Spurgeon based his sermons on the Bible, preferring to speak from texts that spoke of sin and salvation. A true evangelist, Spurgeon focused his ministry on conversion, paying little attention to liturgy or sacraments. He was also a master at stirring up human emotions. Spurgeon urged people to get baptized and used colorful stories in an attempt to appeal to their mass conscience.
In late nineteenth–century London, hearing Spurgeon speak was all the rage. Visitors to the city flocked to hear the great preacher. Writing in the New York Times on August 3, 1879, correspondent Grace Greenwood described her visit to the Metropolitan Tabernacle, which she called "a curious experience." Greenwood said she only got inside because she had a friend in London who made a "donation" and procured tickets for them. Greenwood said many people were turned away. She noted that Spurgeon's voice had tremendous volume, remarkable clearness, and traveling power. She described his style as devout, humorous, and earnest. She also noted that he was clearly not the best speaker she had ever heard. "Yet, though he lacks some of the qualities which mark our most eminent pulpit orators . . . he has a distinct individuality, a power of his own, a steady grip on men."

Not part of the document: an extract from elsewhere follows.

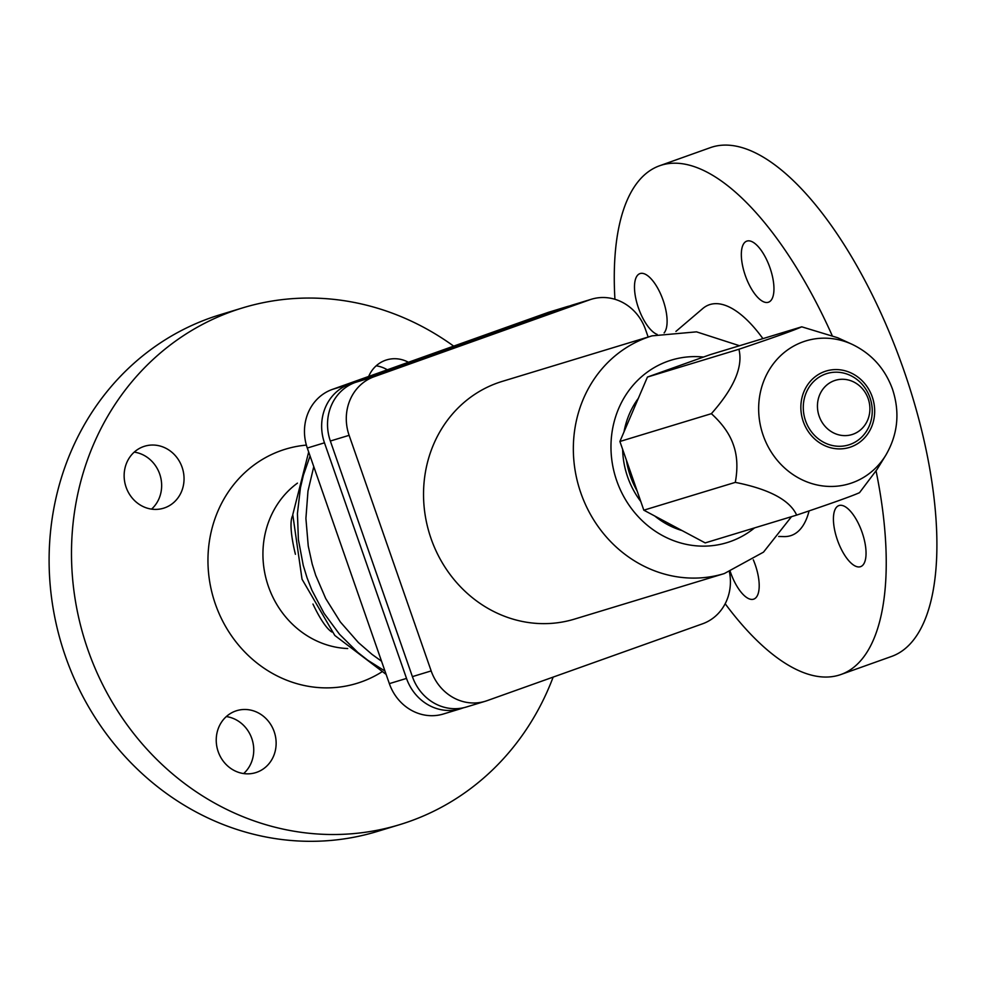 <?xml version="1.0" encoding="UTF-8"?>
<svg xmlns="http://www.w3.org/2000/svg" width="986" height="986" viewBox="0 0 986 986"><rect width="100%" height="100%" fill="white"/><g stroke="black" fill="none" stroke-linecap="round" stroke-linejoin="round"><path stroke-width="1.48" d="M553.146 677.099A270.053 247.646 -106.9 0 1 399.65 824.666A270.053 247.646 -106.9 0 1 87.816 649.503A270.053 247.646 -106.9 0 1 242.581 307.903A270.053 247.646 -106.9 0 1 453.683 346.135M399.65 824.666L377.256 831.469A270.053 247.646 -106.9 0 1 65.433 656.319A270.053 247.646 -106.9 0 1 220.186 314.707L242.581 307.903M347.713 648.542A90.737 83.206 -106.9 0 1 268.414 586.436A90.737 83.206 -106.9 0 1 297.439 483.14M381.533 672.107A122.424 112.268 -106.9 0 1 215.355 604.011A122.424 112.268 -106.9 0 1 306.375 445.105M778.693 536.483L784.055 536.594A122.424 48.77 -109.6 0 0 809.087 510.896M725.178 603.728A270.053 107.585 -109.6 0 0 840.996 674.486A270.053 107.585 -109.6 0 0 876.073 470.975M840.996 674.486L891.701 656.393A270.053 107.585 -109.6 0 0 904.002 370.724A270.053 107.585 -109.6 0 0 710.24 147.69L659.535 165.784A270.053 107.585 -109.6 0 0 614.931 299.288M243.653 773.566A32.402 29.716 73.1 0 0 251.787 738.477A32.402 29.716 73.1 0 0 226.324 716.563M274.182 731.674A32.402 29.716 -106.9 0 1 255.608 772.667A32.402 29.716 -106.9 0 1 218.189 751.652A32.402 29.716 -106.9 0 1 236.763 710.659A32.402 29.716 -106.9 0 1 274.182 731.674M151.561 509.121A32.402 29.716 73.1 0 0 159.695 474.032A32.402 29.716 73.1 0 0 134.244 452.118M126.097 487.207A32.402 29.716 -106.9 0 1 144.671 446.214A32.402 29.716 -106.9 0 1 182.09 467.228A32.402 29.716 -106.9 0 1 163.516 508.221A32.402 29.716 -106.9 0 1 126.097 487.207M768.304 302.271A32.402 12.904 70.4 0 1 745.379 275.71A32.402 12.904 70.4 0 1 746.759 241.139A32.402 12.904 70.4 0 1 746.994 241.065A32.402 12.904 70.4 0 1 769.906 267.613A32.402 12.904 70.4 0 1 768.538 302.184A32.402 12.904 70.4 0 1 768.304 302.271M657.181 334.439A32.402 12.904 70.4 0 1 637.018 303.429A32.402 12.904 70.4 0 1 639.914 273.627A32.402 12.904 70.4 0 1 640.136 273.541A32.402 12.904 70.4 0 1 661.766 296.687A32.402 12.904 70.4 0 1 664.12 332.923M753.316 559.814A32.402 12.904 70.4 0 1 753.772 599.118A32.402 12.904 70.4 0 1 753.538 599.192A32.402 12.904 70.4 0 1 730.256 571.572M860.396 566.716A32.402 12.904 70.4 0 1 837.471 540.168A32.402 12.904 70.4 0 1 838.852 505.596A32.402 12.904 70.4 0 1 839.086 505.51A32.402 12.904 70.4 0 1 861.998 532.07A32.402 12.904 70.4 0 1 860.63 566.642A32.402 12.904 70.4 0 1 860.396 566.716M762.917 338.629A122.424 48.77 -109.6 0 0 702.722 308.581L675.928 331.419M832.098 335.388A270.053 107.585 -109.6 0 0 659.535 165.784M295.418 554.292A63.018 13.656 -109 0 1 292.731 515.444M460.573 708.774L443.392 714A46.81 42.928 -106.9 0 1 389.347 683.631L307.299 448.038A46.81 42.928 -106.9 0 1 332.344 389.408L547.908 312.513A46.81 42.928 -106.9 0 1 549.683 311.933L566.851 306.708A46.81 42.928 73.1 0 0 565.077 307.299L349.525 384.195A46.81 42.928 73.1 0 0 324.468 442.813L406.515 678.417A46.81 42.928 73.1 0 0 460.573 708.774A46.81 42.928 73.1 0 0 462.348 708.182L463.617 707.738M331.863 632.014A63.018 13.656 -109 0 1 312.956 604.048M368.665 376.455A32.402 29.716 -106.9 0 1 386.623 359.902A32.402 29.716 -106.9 0 1 408.426 362.269M569.686 305.968A46.81 42.928 73.1 0 0 566.851 306.708M387.313 369.799A32.402 29.716 73.1 0 0 376.184 365.806M485.211 701.28L466.452 706.987A46.81 42.928 -106.9 0 1 412.394 676.63L330.347 441.025A46.81 42.928 -106.9 0 1 355.404 382.408L570.956 305.512A46.81 42.928 -106.9 0 1 572.73 304.921L591.501 299.214A46.81 42.928 73.1 0 0 589.714 299.806L374.162 376.701A46.81 42.928 73.1 0 0 349.118 435.331L431.165 670.924A46.81 42.928 73.1 0 0 485.211 701.28A46.81 42.928 73.1 0 0 486.985 700.701L702.55 623.805A46.81 42.928 73.1 0 0 729.418 571.868M648.147 337.039L645.547 329.583A46.81 42.928 73.1 0 0 591.501 299.214M724.303 573.569A124.224 113.92 73.1 0 1 580.853 493A124.224 113.92 73.1 0 1 652.042 335.856L502.231 381.397A124.224 113.92 73.1 0 0 431.042 538.541A124.224 113.92 73.1 0 0 574.481 619.109L724.303 573.569L763.484 552.148L791.511 516.664M638.336 398.332A82.812 75.947 73.1 0 0 624.002 431.893M622.634 449.32A82.812 75.947 73.1 0 0 627.614 476.891A82.812 75.947 73.1 0 0 640.814 501.541M654.79 516.035A82.812 75.947 73.1 0 0 682.065 530.579M626.393 460.142A82.812 75.947 73.1 0 0 630.362 476.065A82.812 75.947 73.1 0 0 637.141 490.979M796.663 515.099L705.187 542.904L643.821 510.181L619.898 441.481L647.432 377.059L710.277 354.627L801.754 326.822C794.334 330.187 773.381 337.668 738.908 349.254C743.259 366.619 734.077 388.09 711.374 413.676C722.43 423.746 729.788 434.173 733.424 444.957C737.282 455.692 737.91 468.165 735.297 482.376C769.277 489.167 789.737 500.075 796.663 515.099C831.136 503.513 852.089 496.032 859.509 492.68L877.035 469.435L885.748 455.298A74.653 68.465 73.1 0 1 820.549 485.617A74.653 68.465 73.1 0 1 763.164 435.319A74.653 68.465 73.1 0 1 778.78 357.499A74.653 68.465 73.1 0 1 852.003 344.274L837.755 337.767L801.754 326.822M805.537 420.739A37.308 34.214 73.1 0 0 850.031 444.464A37.308 34.214 73.1 0 0 869.997 397.752A37.308 34.214 73.1 0 0 825.504 374.014A37.308 34.214 73.1 0 0 805.537 420.739M868.185 398.701A28.372 26.018 73.1 0 0 834.341 380.658A28.372 26.018 73.1 0 0 819.156 416.191A28.372 26.018 73.1 0 0 853.001 434.234A28.372 26.018 73.1 0 0 868.185 398.701M738.908 349.254L647.432 377.059M711.374 413.676L619.898 441.481M643.821 510.181L735.297 482.376M384.959 671.047L367.803 660.263L357.758 652.399L339.504 634.269L324.074 613.341L311.884 590.17L307.102 577.932L303.244 565.36L298.388 539.576L297.439 513.484L300.434 487.774L303.38 475.264L310.072 455.976M381.533 661.212L372.055 654.408L358.399 642.576L340.367 621.993L325.737 598.576L315.705 575.319L312.217 564.128L308.248 546.034L305.906 518.451L307.977 491.077L313.77 466.625M565.077 307.299L547.908 312.513M349.525 384.195L332.344 389.408M324.468 442.813L307.299 448.038M406.515 678.417L389.347 683.631M570.956 305.512L589.714 299.806M412.394 676.63L431.165 670.924M355.404 382.408L374.162 376.701M330.347 441.025L349.118 435.331M703.511 357.055A95.42 87.507 73.1 0 0 616.731 480.774A95.42 87.507 73.1 0 0 754.573 527.892M824.641 371.537A39.921 36.618 73.1 0 0 803.27 421.552A39.921 36.618 73.1 0 0 850.893 446.941A39.921 36.618 73.1 0 0 872.265 396.939A39.921 36.618 73.1 0 0 824.641 371.537M386.13 674.399L334.809 635.452L302.036 579.226L292.768 514.667L308.68 451.995M652.042 335.856L696.523 331.851L739.549 345.741M852.003 344.274C871.513 353.641 885.021 368.641 892.527 389.273C900.119 412.481 897.864 434.493 885.748 455.298"/></g></svg>

Other observers were equally baffled by his success. Spurgeon was by no accounts attractive and charismatic. In a critique of Spurgeon printed in Littell's Living Age in 1857, the author described Spurgeon as "short, and chubby, and rather awkward . . . For so young a man there seems to be a strong tendency in him to grow stout, and should he live another twenty or thirty years, he must take care, or he many be classed among the people who are sometimes described as being nearly as broad as they are long. He knows nothing of the aesthetics of dress; every thing of that sort about him is commonplace, verging upon the vulgar." The author went on to describe his face as homely. In conclusion, the author said Spurgeon was popular simply because his sermons were colloquial and natural, just "one man talking to another." They were also graphic and colorful.
Spurgeon himself may have been aware of his shortcomings. In an article in Christian History, Darrel Amundsen noted that Spurgeon remarked in 1861: "My deacons know well enough how, when I first preached in Exeter Hall, there was scarcely ever an occasion, in which they left me alone for ten minutes before the service, but they would find me in a most fearful state of sickness, produced by that tremendous thought of my solemn responsibility."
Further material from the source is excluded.